Available models
The table below is for illustrative purposes:| Model | Type | Context Window | Weights Precision | Price (per 1K tokens) |
|---|---|---|---|---|
| Google Gemma-3n-E4B-it | Serverless | 16,000 | Q4 | See Pricing |
| Alibaba Qwen3-14B | Serverless | 12,000 | Q8 | See Pricing |
| OpenAI GPT-oss-20b | Serverless | 12,000 | Q8 | See Pricing |
| Meta llama-v3p3-70b-instruct | Serverless | 8,000 | FP8/Q8 | See Pricing |
How to read the model table
- Context Window: Maximum number of tokens (input + output) the model can process in a single request.

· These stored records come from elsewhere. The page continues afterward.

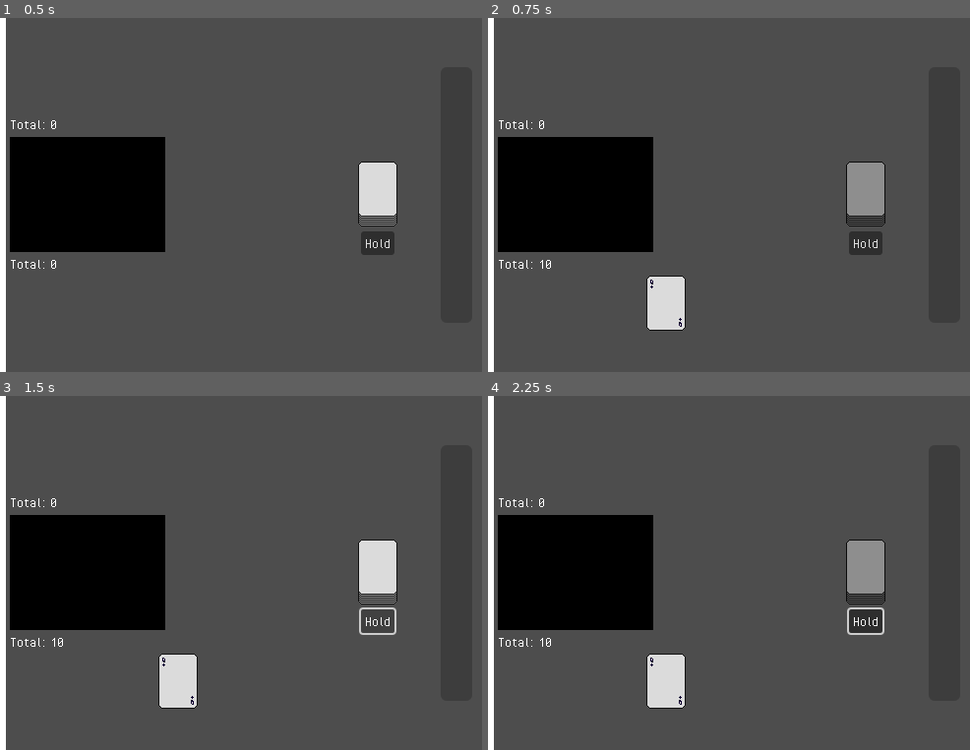
Above: before the commit, frames 1-4 (two rows, left to right).
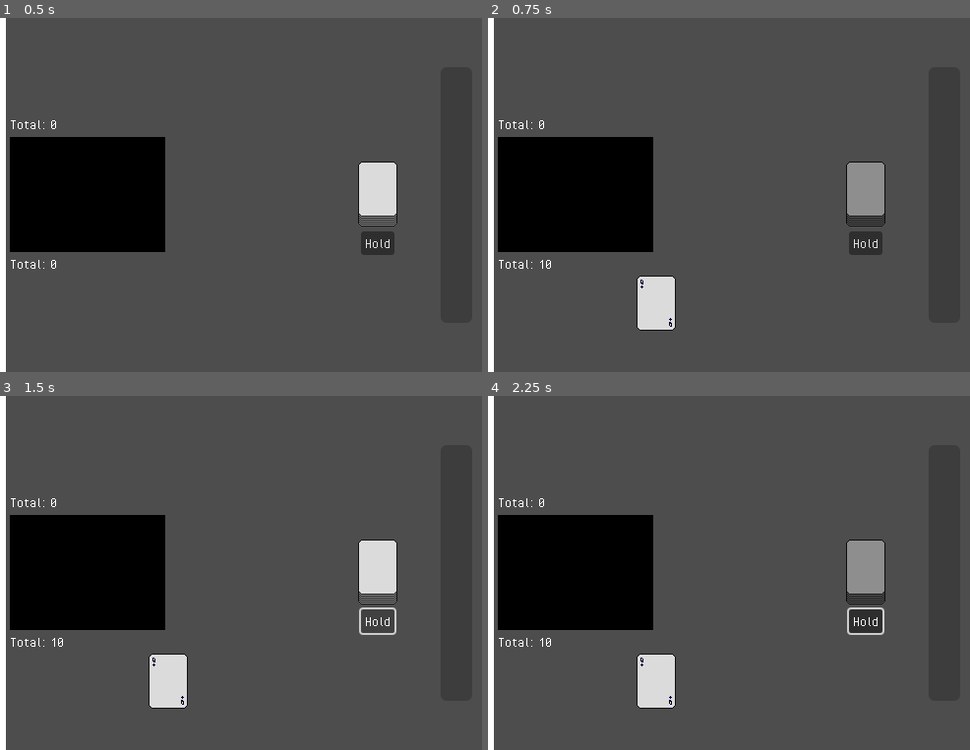
Above: after the commit, the same moments.

Repository: kytoaa/gmtk-project-2025
Game: Godot game, scene res://scenes/game_scene.tscn
Two runs of this game, one before a commit and one after it. Both use one fixed random seed, a clock stepped at 60 frames per second and the inputs below.
Inputs (mouse positions are in pixels of both pictures, inside the frame that each line leads up to):
- Up to frame 1 (0.5 s): no input
- Up to frame 2 (0.75 s): click (863, 195) at 0.5 s
- Up to frame 3 (1.5 s): click "Hold" at 1.25 s
- Up to frame 4 (2.25 s): click (863, 573) at 2 s

Frame 1 is identical in both runs. In frame 2, 0.7% of the frame differs, in the area x 30-42%, y 72-89%; in frame 3, 0.7%; in frame 4, 0.7%.

Commit message:
made visible inventory and partial drag-n-drop functionality

Diff:
--- a/entities/card/card.gd
+++ b/entities/card/card.gd
@@ -1,4 +1,4 @@
-extends Node2D
+extends Control
 
 const CardType = Card.CardType
 const CardSuit = Card.CardSuit
--- a/entities/card/card.tscn
+++ b/entities/card/card.tscn
@@ -4,15 +4,20 @@
 [ext_resource type="Texture2D" uid="uid://c7y3x281uxm2t" path="res://entities/card/sprites/base_card.png" id="2_4bbms"]
 [ext_resource type="Texture2D" uid="uid://bre1fh2jvertd" path="res://entities/card/sprites/numbers.png" id="3_4bbms"]
 
-[node name="Card" type="Node2D"]
+[node name="Card" type="Control"]
+layout_mode = 3
+anchors_preset = 0
+size_flags_horizontal = 4
+size_flags_vertical = 4
 script = ExtResource("1_lxn7g")
 
 [node name="Background" type="Sprite2D" parent="."]
 clip_children = 2
+position = Vector2(-10, 0)
 texture = ExtResource("2_4bbms")
 
 [node name="NumberSuit1" type="Node2D" parent="."]
-position = Vector2(-14.5, -19)
+position = Vector2(-24.5, -19)
 
 [node name="Number" type="Sprite2D" parent="NumberSuit1"]
 position = Vector2(0, -2.5)
@@ -27,7 +32,7 @@
 region_rect = Rect2(58, 0, 3, 5)
 
 [node name="NumberSuit2" type="Node2D" parent="."]
-position = Vector2(14.5, 19)
+position = Vector2(4.5, 19)
 rotation = 3.14159
 
 [node name="Number" type="Sprite2D" parent="NumberSuit2"]
--- /dev/null
+++ b/entities/inventory/inventory.tscn
@@ -0,0 +1,40 @@
+[gd_scene load_steps=2 format=3 uid="uid://c5kdjgda0ialo"]
+
+[ext_resource type="Script" uid="uid://c3ol4euw4210c" path="res://entities/inventory/inventory_manager.gd" id="1_0tuds"]
+
+[node name="Inventory" type="Control"]
+layout_mode = 3
+anchors_preset = 15
+anchor_right = 1.0
+anchor_bottom = 1.0
+grow_horizontal = 2
+grow_vertical = 2
+size_flags_horizontal = 3
+size_flags_vertical = 3
+script = ExtResource("1_0tuds")
+
+[node name="ColorRect" type="ColorRect" parent="."]
+layout_mode = 1
+anchors_preset = 15
+anchor_right = 1.0
+anchor_bottom = 1.0
+grow_horizontal = 2
+grow_vertical = 2
+
+[node name="MarginContainer" type="MarginContainer" parent="ColorRect"]
+layout_mode = 1
+anchors_preset = 15
+anchor_right = 1.0
+anchor_bottom = 1.0
+grow_horizontal = 2
+grow_vertical = 2
+theme_override_constants/margin_left = 20
+theme_override_constants/margin_top = 20
+theme_override_constants/margin_right = 20
+theme_override_constants/margin_bottom = 20
+
+[node name="GridContainer" type="GridContainer" parent="ColorRect/MarginContainer"]
+layout_mode = 2
+size_flags_vertical = 0
+theme_override_constants/h_separation = 10
+columns = 3
--- /dev/null
+++ b/entities/inventory/inventory_container.gd
@@ -0,0 +1,25 @@
+extends VBoxContainer
+
+var item: InventoryItem
+var initialised: bool = false
+
+@onready var holder = $ItemHolder
+@onready var label = $Label
+@onready var mouse_getter = $Node2D
+
+func all_children_recurs(node: Node) -> void:
+	for N in node.get_children():
+		if N.is_class("Control"):
+			N.mouse_filter = MOUSE_FILTER_PASS
+		all_children_recurs(N)
+
+func add_item(item: InventoryItem, display: Node) -> void:
+	self.item = item
+	self.holder.add_child(display)
+	self.label.text = "X" + str(self.item.count)
+	self.initialised = true
+	all_children_recurs(self)
+
+func _process(delta: float) -> void:
+	if not initialised:
+		return
--- /dev/null
+++ b/entities/inventory/inventory_container.tscn
@@ -0,0 +1,33 @@
+[gd_scene load_steps=3 format=3 uid="uid://brri6wkix8o5m"]
+
+[ext_resource type="Script" uid="uid://dxy6ih4p7fsvw" path="res://entities/inventory/inventory_container.gd" id="1_fj7tb"]
+[ext_resource type="Script" uid="uid://cu2ffobvuwqoi" path="res://entities/inventory/item_dragger.gd" id="2_bla28"]
+
+[node name="InventoryContainer" type="VBoxContainer"]
+custom_minimum_size = Vector2(40, 66)
+anchors_preset = 15
+anchor_right = 1.0
+anchor_bottom = 1.0
+grow_horizontal = 2
+grow_vertical = 2
+alignment = 1
+script = ExtResource("1_fj7tb")
+
+[node name="ItemHolder" type="Control" parent="."]
+custom_minimum_size = Vector2(40, 56)
+layout_mode = 2
+size_flags_vertical = 3
+script = ExtResource("2_bla28")
+
+[node name="Label" type="Label" parent="."]
+modulate = Color(0, 0, 0, 1)
+custom_minimum_size = Vector2(0, 10)
+layout_mode = 2
+size_flags_horizontal = 4
+size_flags_vertical = 3
+text = "X10"
+
+[connection signal="mouse_entered" from="." to="." method="_on_item_holder_mouse_entered"]
+[connection signal="mouse_exited" from="." to="." method="_on_item_holder_mouse_exited"]
+[connection signal="mouse_entered" from="ItemHolder" to="ItemHolder" method="_on_mouse_entered"]
+[connection signal="mouse_exited" from="ItemHolder" to="ItemHolder" method="_on_mouse_exited"]
--- /dev/null
+++ b/entities/inventory/inventory_manager.gd
@@ -0,0 +1,35 @@
+extends Control
+
+var positions: Array[Vector2]
+var home_positions: Array[Vector2]
+
+const CARD_SCENE = preload("res://entities/card/card.tscn")
+const CONTAINER_SCENE = preload("res://ui/card_container.tscn")
+const INVENTORY_CONTAINER_SCENE = preload("res://entities/inventory/inventory_container.tscn")
+
+@onready var grid: GridContainer = $ColorRect/MarginContainer/GridContainer
+
+var game_data: GameData
+var initialised: bool = false
+
+func init(gd: GameData) -> void:
+	self.initialised = true
+	self.game_data = gd
+
+func _process(delta: float) -> void:
+	if not initialised:
+		return
+
+	for obj in grid.get_children():
+		obj.queue_free()
+	for item in game_data.inventory.items:
+		if item.itemtype == InventoryItem.ItemType.Card:
+			var card = CARD_SCENE.instantiate()
+			var container = CONTAINER_SCENE.instantiate()
+			container.add_card(card)
+			var itemholder = INVENTORY_CONTAINER_SCENE.instantiate()
+			self.grid.add_child(itemholder)
+			itemholder.add_item(item, container)
+			card.init(item.type, item.suit)
+	initialised = false # to prevent it running every frame
+	# ideally, this is in a function that is activated by signal when the inventory is updated
--- /dev/null
+++ b/entities/inventory/item_dragger.gd
@@ -0,0 +1,18 @@
+extends Control
+
+const CARD = preload("res://entities/card/card.tscn")
+
+func _get_drag_data(at_position: Vector2) -> Variant:
+	var card = CARD.instantiate()
+	add_child(card)
+	remove_child(card) # idk how to call _ready without doing this
+	card.init(get_parent().item.type, get_parent().item.suit)
+	set_drag_preview(card)
+	return self
+
+func _on_mouse_entered() -> void:
+	print(self.modulate)
+	self.modulate = Color(0.5, 0.5, 0.5)
+
+func _on_mouse_exited() -> void:
+	self.modulate = Color(1, 1, 1)
--- a/scenes/game_scene.gd
+++ b/scenes/game_scene.gd
@@ -13,6 +13,7 @@
 @onready var player_hand_total: Label = $UI/SegmentSplitter/VBoxContainer2/PlayerCards/TotalDisplay
 @onready var dealer_hand_display: CardContainer = $UI/SegmentSplitter/VBoxContainer2/OpponentCards/MarginContainer/CardContainer
 @onready var dealer_hand_total: Label = $UI/SegmentSplitter/VBoxContainer2/OpponentCards/TotalDisplay
+@onready var inventory: Control = %Inventory
 
 var player_turn: bool = true
 
@@ -22,6 +23,7 @@
 
 func init(game_data: GameData) -> void:
 	self.game_data = game_data
+	self.inventory.init(game_data)
 
 func _unhandled_input(event: InputEvent) -> void:
 	if event.is_action_pressed("ui_accept"):
--- a/scenes/game_scene.tscn
+++ b/scenes/game_scene.tscn
@@ -1,6 +1,7 @@
-[gd_scene load_steps=9 format=3 uid="uid://b8ec0yxtxcf7m"]
+[gd_scene load_steps=10 format=3 uid="uid://b8ec0yxtxcf7m"]
 
 [ext_resource type="Script" uid="uid://7gi847m676j0" path="res://scenes/game_scene.gd" id="1_onqr8"]
+[ext_resource type="PackedScene" uid="uid://c5kdjgda0ialo" path="res://entities/inventory/inventory.tscn" id="2_bw6k5"]
 [ext_resource type="PackedScene" uid="uid://boxjjraa7skxm" path="res://ui/card_container.tscn" id="2_ycayy"]
 [ext_resource type="Texture2D" uid="uid://cdn55de6hqtk7" path="res://ui/deck.png" id="3_ycayy"]
 
@@ -35,10 +36,9 @@
 grow_horizontal = 2
 grow_vertical = 2
 
-[node name="Inventory" type="ColorRect" parent="UI/SegmentSplitter"]
+[node name="Inventory" parent="UI/SegmentSplitter" instance=ExtResource("2_bw6k5")]
+unique_name_in_owner = true
 layout_mode = 2
-size_flags_horizontal = 3
-size_flags_vertical = 3
 
 [node name="VBoxContainer2" type="VBoxContainer" parent="UI/SegmentSplitter"]
 custom_minimum_size = Vector2(320, 0)
@@ -50,6 +50,7 @@
 size_flags_vertical = 3
 
 [node name="TotalDisplay" type="Label" parent="UI/SegmentSplitter/VBoxContainer2/OpponentCards"]
+layout_mode = 0
 offset_top = 100.0
 offset_right = 320.0
 offset_bottom = 116.0
--- a/ui/card_container.tscn
+++ b/ui/card_container.tscn
@@ -8,7 +8,7 @@
 anchor_bottom = 1.0
 grow_horizontal = 2
 grow_vertical = 2
-size_flags_horizontal = 3
+size_flags_horizontal = 6
 size_flags_vertical = 3
 alignment = 1
 script = ExtResource("1_erykc")
Not shown, added: entities/inventory/inventory_container.gd.uid
Not shown, added: entities/inventory/inventory_manager.gd.uid
Not shown, added: entities/inventory/item_dragger.gd.uid
Not shown: 1 places in theme.tres that only renumber resources

- Weights Precision: Quantization level (Q4, Q8, FP8). Lower precision generally means faster inference with minimal quality tradeoff.
- Price: Pricing is per 1,000 tokens, with separate rates for input (your prompt) and output (model’s response).
Recommended models by use case
- Google Gemma-3n-E4B-it: Best for lightweight, cost-sensitive applications requiring fast responses with smaller context needs.
- Alibaba Qwen3-14B or OpenAI GPT-oss-20b: Strong general-purpose models balancing cost and capability for most production workloads.
- Meta llama-v3p3-70b-instruct: Higher-capacity model for complex reasoning tasks, though with shorter context window.